The Christian Democrats and the Liberals cleared the threshold with a good margin in the European Championship. In the SCB's party sympathy survey for the Riksdag, both are far below.
The differences should not come as a surprise, according to the political scientist Henrik Ekengren Oscarsson.
Voters in the European Championship dare to spread their votes a bit more.
This is an early May measurement of national opinion and it looks quite normal, says Henrik Ekengren Oscarsson, election researcher and professor of political science at the University of Gothenburg about SCB's measurement.
The Christian Democrats get 2.8 per cent and the Liberals get 3.2 per cent. They are not alone in seeing large discrepancies from the European Championship results.
The Green Party is backing even more in relation to the European Championship, while the Social Democrats and the Sweden Democrats receive significantly higher support in SCB's measurement.
During the European Championship, the Social Democrats mainly courted the Green Party and the Left Party's very left-wing voters. Since then, the national preference is to go with the Social Democrats.

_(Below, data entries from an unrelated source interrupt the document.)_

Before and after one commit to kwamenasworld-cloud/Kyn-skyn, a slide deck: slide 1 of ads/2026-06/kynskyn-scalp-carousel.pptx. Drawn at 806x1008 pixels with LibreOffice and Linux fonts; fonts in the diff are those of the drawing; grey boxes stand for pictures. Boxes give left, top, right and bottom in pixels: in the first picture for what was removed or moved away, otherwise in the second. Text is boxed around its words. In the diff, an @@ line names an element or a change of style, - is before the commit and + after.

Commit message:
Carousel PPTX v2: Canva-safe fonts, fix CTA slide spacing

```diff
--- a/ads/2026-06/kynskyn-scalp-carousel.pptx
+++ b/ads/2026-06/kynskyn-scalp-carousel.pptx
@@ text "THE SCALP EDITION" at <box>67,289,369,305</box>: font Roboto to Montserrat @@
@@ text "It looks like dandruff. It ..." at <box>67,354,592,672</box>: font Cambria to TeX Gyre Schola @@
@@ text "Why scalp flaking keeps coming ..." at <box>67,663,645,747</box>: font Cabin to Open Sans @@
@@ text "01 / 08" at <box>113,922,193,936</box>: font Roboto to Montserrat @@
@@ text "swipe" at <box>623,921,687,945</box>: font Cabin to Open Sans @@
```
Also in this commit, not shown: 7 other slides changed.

The difference for the Sweden Democrats is likely due to many voters staying at home during the European Championship, while the Christian Democrats can probably thank top candidate Alice Teodorescu Måwe for many of the votes to Brussels.

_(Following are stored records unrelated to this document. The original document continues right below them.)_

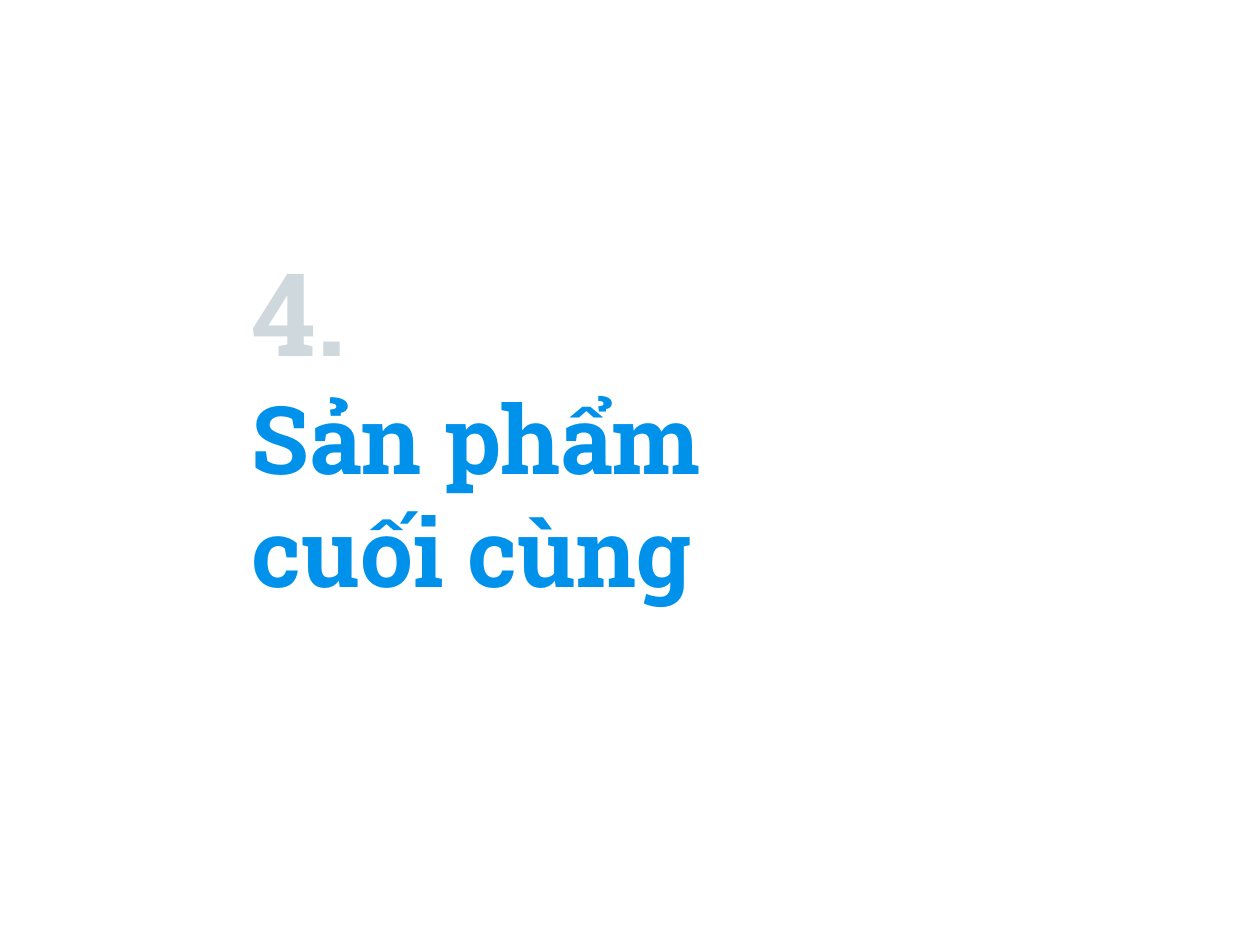
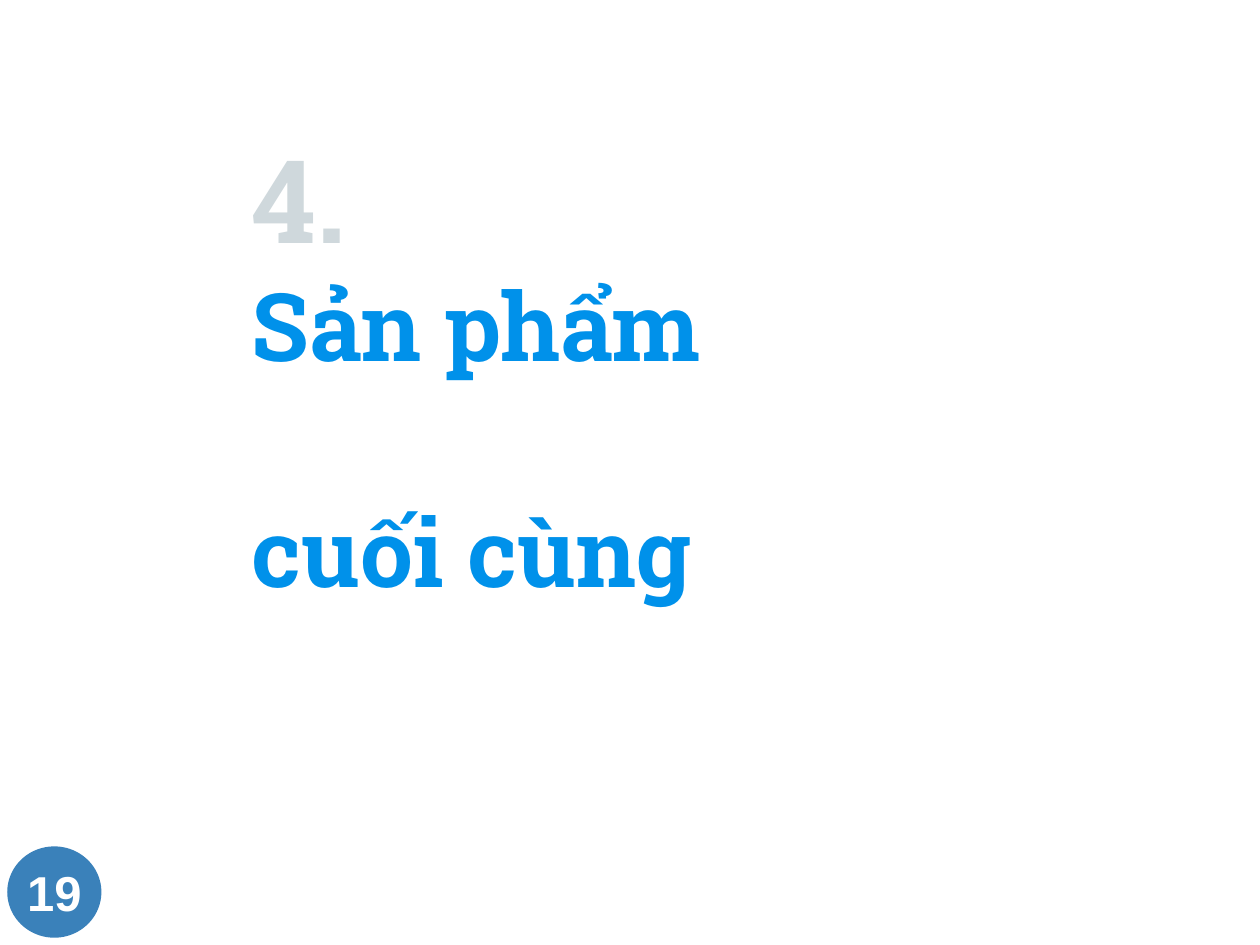
Before and after one commit to LampardNguyen234/LibrarySystemManagement, a slide deck: slide 19 of Presentation.pptx. Drawn at 1260x945 pixels with LibreOffice and Linux fonts; fonts in the diff are those of the drawing; background and template pictures are left out. Boxes give left, top, right and bottom in pixels: in the first picture for what was removed or moved away, otherwise in the second. Text is boxed around its words. In the diff, an @@ line names an element or a change of style, - is before the commit and + after.

```diff
--- a/Presentation.pptx
+++ b/Presentation.pptx
@@ title "4." rewrapped from (x1=252, y1=274, x2=700, y2=607) to (x1=252, y1=161, x2=700, y2=607) @@
@@ ellipse added at (x1=8, y1=847, x2=102, y2=937), fill #3A81BA, 28 pt, text #FFFFFF, bold @@
+19
```
Also in this commit, not shown: 34 other slides changed, 1 slide added.

The exit poll shows that she was an important reason to vote for the Christian Democrats, says Ekengren Oscarsson.
As for the Liberals, the European Championship is almost their home turf, so it would be strange if they didn't make it.
That both are so far below the threshold in SCB's measurement shows, however, that they have clear problems nationally.
We have many very small parties in Sweden, where artificial respiration is needed for them to survive. One can wonder how sustainable it is to have it that way in the long run.
Christian Democrat leader Ebba Busch thinks she is sitting safely, despite the support of 2.8 per cent, the lowest since the party entered the Riksdag.
She is the Deputy Prime Minister, I don't think anything will happen unless she herself wants it to. She owns the issue entirely herself, I would say.